Yurok Country 3

Au matin du 3ème jour, le filleul a repris ses habitudes de sommeil. J'ai été réveillée tôt par l'enfant et suis sortie de la tente. Et c'est moi qui vois, toute seule, une jolie famille de loutres qui courent et sautent sur le tas de branches dans la rivière !

Ce matin, nous avons décidé d'aller profiter du petit-déjeuner de l'auberge juste au dessus du camping, attirés par le panneau "Breakfast 8-10 AM, everyone welcome!". C'est dans une jolie maison qui surplombe la rivière. Nous mangeons pancakes, oatmeal, toasts à la confiture et omelettes avec délectation. Assis à côté d'une grande baie vitrée, nous avons vue sur la rivière et apercevons sur l'autre rive un ours noir ! Il se balade très distinctement pendant plusieurs minutes, sans doute venu pêcher son petit-déjeuner lui aussi.

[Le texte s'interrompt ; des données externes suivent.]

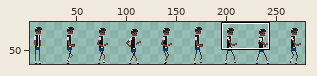
Sprite sheet -- interstate/myassets/Dwayne-Sheet.png. Above, an overview of the earlier version with the close-up marked.
Close-up. The starting point:
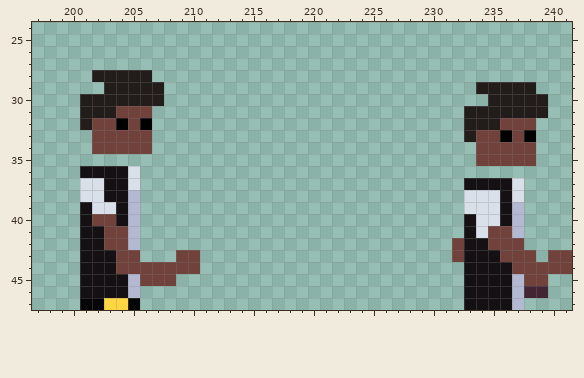
The file is 288x64 pixels. Shown: x 197..241, y 24..47. The wide view leaves out empty margins. The commit also changed other parts of the picture, which this record leaves out.
And afterwards:
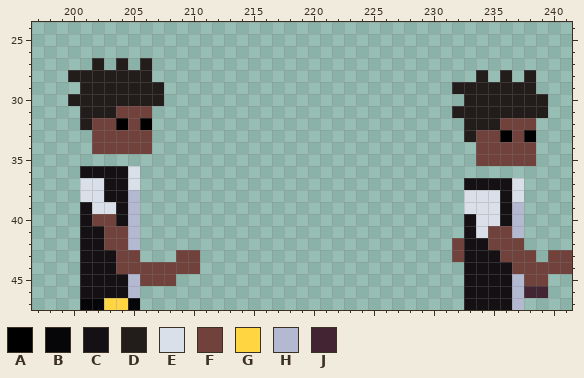
Palette (. is transparent): A #000000  B #060608  C #141013  D #221c1a  E #dae0ea  F #71413b  G #ffd541  H #b3b9d1  J #422433
Difference:
The edit adds colour D in row 27 at x 202, 204 and 206; in row 28 at x 200 to 201, 234, 236 and 238; in row 29 at x 201 to 202 and 232 to 233; in row 30 at x 200 and 233 to 234; in row 31 at x 232.
Boxes around the changes in both close-ups, in picture pixels (x1, y1, x2, y2):
added: (68, 58, 152, 106)
added: (452, 70, 536, 118)
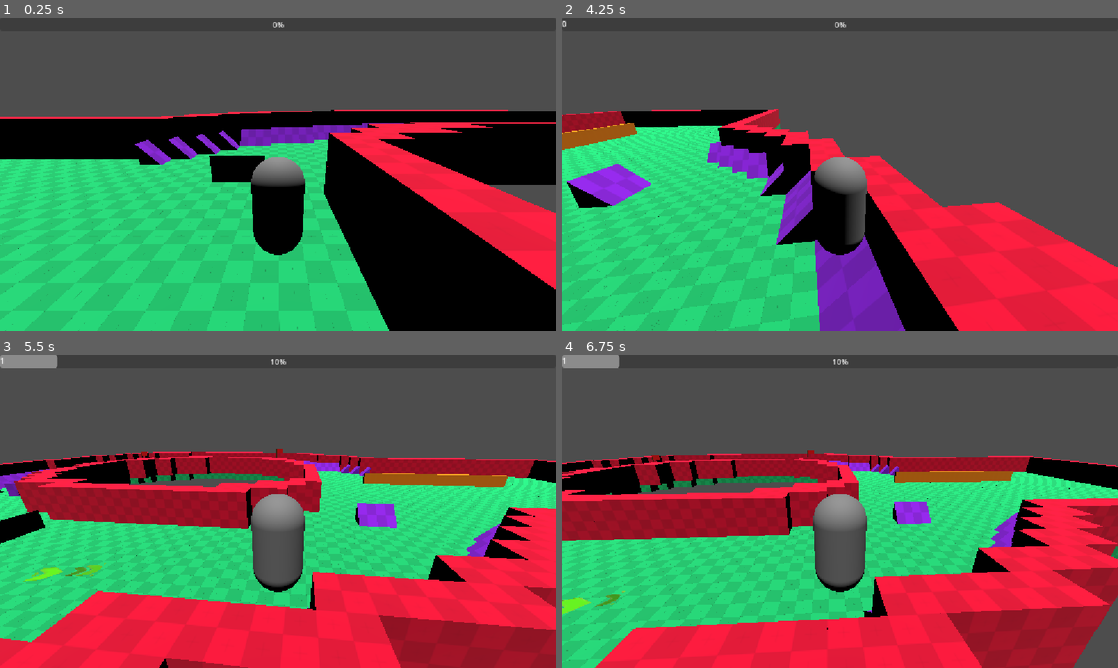
Above: before the commit, frames 1-4 (two rows, left to right).
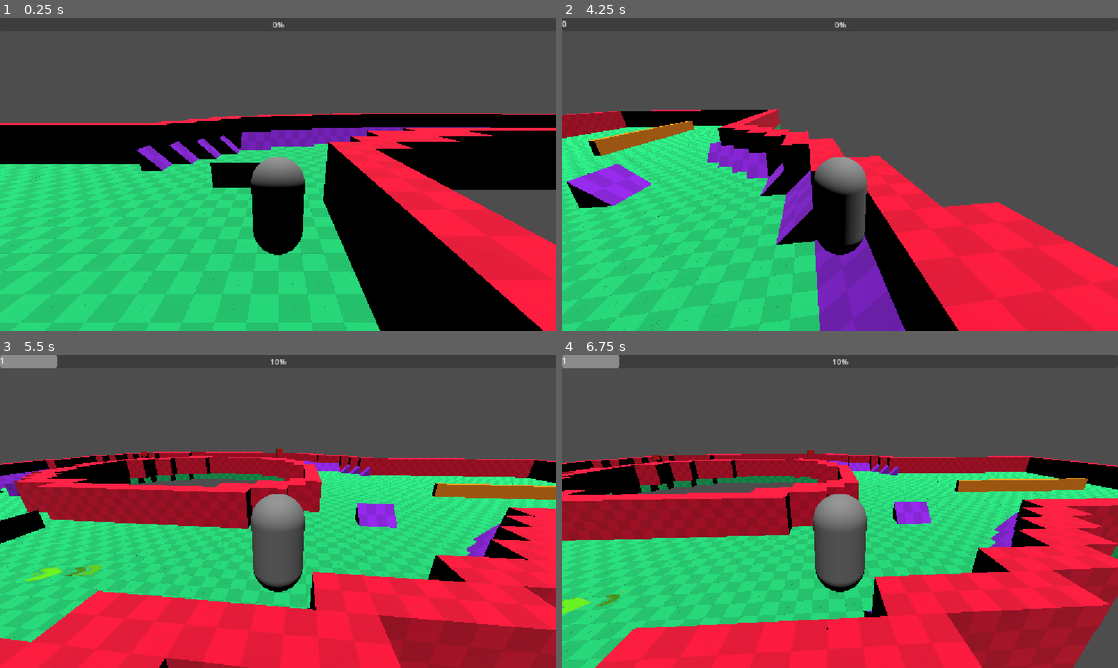
Above: after the commit, the same moments.

Repository: Manzzis/Empanadas-Shaan
Game: Godot game, scene res://Escenas/Nivel layout/lvl_test_grind.tscn
Two runs of this game, one before a commit and one after it. Both use one fixed random seed, a clock stepped at 60 frames per second and the inputs below. The project has no main scene, so this scene is started directly.
Inputs:
- Up to frame 1 (0.25 s): no input
- Up to frame 2 (4.25 s): tap Enter (ui_accept) at 0.5 s; hold W (Adelante) 0.53-1.28 s; hold Tab (Dash) 0.53-1.28 s; tap Space (Salto) at 0.77, 1.52, 3.02, 3.77 s; hold S (Atras) 1.28-2.03 s; tap D (Girar_der) at 1.35, 2.85 s; hold Tab (Dash) 2.03-2.78 s; hold W (Adelante) 2.03-3.53 s; hold A (Girar_izq) from 3.53 s (still down); hold Tab (Dash) from 3.53 s (still down)
- Up to frame 3 (5.5 s): release Tab (Dash) at 4.28 s; tap D (Girar_der) at 4.35 s; tap Space (Salto) at 4.52 s; release A (Girar_izq) at 5.03 s; hold S (Atras) from 5.03 s (still down); hold Tab (Dash) from 5.03 s (still down)
- Up to frame 4 (6.75 s): release S (Atras) at 5.78 s; release Tab (Dash) at 5.78 s; hold W (Adelante) from 5.78 s (still down); tap D (Girar_der) at 5.85 s; tap Space (Salto) at 6.02 s; hold Tab (Dash) from 6.53 s (still down)

The runs differ from the first frame. In frame 1, 12% of the frame differs, in the area x 0-100%, y 29-100%; in frame 2, 1.3%; in frame 3, 1.8%; in frame 4, 1.5%.

Commit message:
correccion Rieles
correccion rieles con su "PathLocal" ya no se desfasa nada al importar al nivel la escena, correccion a la posicion del grindeo, añadi una variable como "pies del jugador" entonces al grindear, envez de usar el pivote, le suma "la distacia de los pies" y perece funcionar sin problemas

Diff:
--- a/Empanadas Shaan/Escenas/Nivel layout/lvl_test_grind.tscn
+++ b/Empanadas Shaan/Escenas/Nivel layout/lvl_test_grind.tscn
@@ -19,19 +19,10 @@
 metadata/_editor_floor_ = Vector3(0, 3, 0)
 
 [node name="Riel3D" parent="." unique_id=68641506 instance=ExtResource("2_bws6j")]
-transform = Transform3D(1, 0, 0, 0, 1, 0, 0, 0, 1, 14.664836, 2.617597, 0)
-
-[node name="CSGPolygon3D" parent="Riel3D" index="1" unique_id=556665570]
-transform = Transform3D(1, 0, 0, 0, 1, 0, 0, 0, 0.31214812, -14.723, -4.3100195, -0.215)
-
-[node name="Area3D" parent="Riel3D" index="2" unique_id=1600815866]
-transform = Transform3D(1, 0, 0, 0, 1, 0, 0, 0, 1, 0, 0.22771025, 0)
-
-[node name="CollisionShape3D" parent="Riel3D/Area3D" index="0" unique_id=1887657425]
-transform = Transform3D(1, 0, 0, 0, 1, 0, 0, 0, 1, 5.923999, 0.7368474, -0.0481869)
+transform = Transform3D(1, 0, 0, 0, 1, 0, 0, 0, 1, 19.385912, 1.7072508, 2.5915637)
 
 [node name="Personaje" parent="." unique_id=1912633892 instance=ExtResource("3_bws6j")]
-transform = Transform3D(1, 0, 0, 0, 1, 0, 0, 0, 1, 11.520203, 3.3108215, 4.3750057)
+transform = Transform3D(1, 0, 0, 0, 1, 0, 0, 0, 1, 11.520203, 3.5769043, 4.3750057)
 
 [node name="Camera3D" parent="Personaje" index="4" unique_id=823356304]
 transform = Transform3D(-1, -3.0901752e-08, 8.177911e-08, 0, 0.93544406, 0.35347486, -8.742278e-08, 0.35347486, -0.93544406, 0, 2, -3.5)
@@ -55,5 +46,4 @@
 [node name="Acelerador2" parent="." unique_id=1811692492 instance=ExtResource("7_1eosy")]
 transform = Transform3D(0.25881907, 0, -0.9659258, 0, 1, 0, 0.9659258, 0, 0.25881907, 0.84698963, 2.3176007, 14.616163)
 
-[editable path="Riel3D"]
 [editable path="Personaje"]
--- a/Empanadas Shaan/Escenas/Rieles/Riel3D.tscn
+++ b/Empanadas Shaan/Escenas/Rieles/Riel3D.tscn
@@ -14,11 +14,11 @@
 albedo_texture = ExtResource("2_5aja8")
 
 [sub_resource type="BoxShape3D" id="BoxShape3D_2bok1"]
-size = Vector3(12.076, 0.15566406, 0.46)
+size = Vector3(12.076, 0.151, 0.335)
 
 [node name="Riel3D" type="Path3D" unique_id=68641506]
 curve = SubResource("Curve3D_lgcgk")
-debug_custom_color = Color(0.8392157, 0, 0.7921569, 1)
+debug_custom_color = Color(1.3957917e-06, 0.39915404, 0.5537117, 1)
 script = ExtResource("1_tjswf")
 
 [node name="PathFollow3D" type="PathFollow3D" parent="." unique_id=1633164146]
@@ -26,7 +26,7 @@
 loop = false
 
 [node name="CSGPolygon3D" type="CSGPolygon3D" parent="." unique_id=556665570]
-transform = Transform3D(1, 0, 0, 0, 1, 0, 0, 0, 0.31214812, 0, -1.1510558, -0.21491742)
+transform = Transform3D(1, 0, 0, 0, 1, 0, 0, 0, 0.36, 0, -1.09, -0.21)
 use_collision = true
 mode = 2
 path_node = NodePath("..")
@@ -35,7 +35,7 @@
 path_simplify_angle = 0.0
 path_rotation = 2
 path_rotation_accurate = false
-path_local = false
+path_local = true
 path_continuous_u = true
 path_u_distance = 1.0
 path_joined = false
@@ -44,5 +44,5 @@
 [node name="Area3D" type="Area3D" parent="." unique_id=1600815866]
 
 [node name="CollisionShape3D" type="CollisionShape3D" parent="Area3D" unique_id=1887657425]
-transform = Transform3D(1, 0, 0, 0, 1, 0, 0, 0, 1, 5.9239993, 1.5142176, -0.0481869)
+transform = Transform3D(1, 0, 0, 0, 1, 0, 0, 0, 1, 5.924, 1.494, -0.028)
 shape = SubResource("BoxShape3D_2bok1")
--- a/Empanadas Shaan/Scripts/Elementos de juego/personaje/estados/Grindear.gd
+++ b/Empanadas Shaan/Scripts/Elementos de juego/personaje/estados/Grindear.gd
@@ -3,6 +3,7 @@
 
 @export var velocidad_minima_grind := 8.0
 @export var impulso_salto_salida := 10.0
+@export var pies_jugador = 1.0 #cuando cambiemos el modelos lo ajustamos
 
 var riel : Path3D
 var path_follow : PathFollow3D
@@ -77,7 +78,7 @@
 
 	progreso_actual += velocidad_grind * direccion_grind * delta
 	path_follow.progress = progreso_actual
-	jugador.global_position = path_follow.global_position
+	jugador.global_position = path_follow.global_position + Vector3(0.0,pies_jugador,0.0)
 
 	if direccion_grind > 0:
 		jugador.global_rotation.y = path_follow.global_rotation.y + PI

De retour au camping, nous nous occupons de rangement, douches et organisation. Depuis hier soir, nous avons des voisins : une famille russo-canadienne arrivée ici depuis Calgary. Il y a 3 enfants, un grand de 10-12 ans, une petite fille d'environ 8 ans et un plus petit de 2 ans. Notre enfant tout blond pourrait facilement passer pour un membre de la famille. Nous blaguons avec le compagnon car l'enfant a été assez pénible et bruyant (en particulier ce matin à l'auberge) et réfléchissons à des stratégies absurdes pour le leur laisser.

En réalité, l'enfant est intimidé par la barrière de la langue. Il est globalement très contrarié que dans ce pays, personne ne parle français. Le filleul lui s'est rapidement lié avec la petite fille car ils parlent un langage commun : celui assez universel du "taper dans un ballon".

Nous repartons bientôt : il est l'heure d'aller rejoindre l'embarcadère pour la balade en bateau achetée il y a quelques jours. Sur place, nous découvrons que nos voisins de camping ont suivi notre exemple et sont, eux aussi, de la balade. Nous montons dans une grosse barque à moteur pilotée par l'arrière. Nous sommes assis au 2ème rang tandis que nos voisins sont au premier. Les enfants portent de gros gilets de sauvetage, les nôtres sont rangés sous les sièges.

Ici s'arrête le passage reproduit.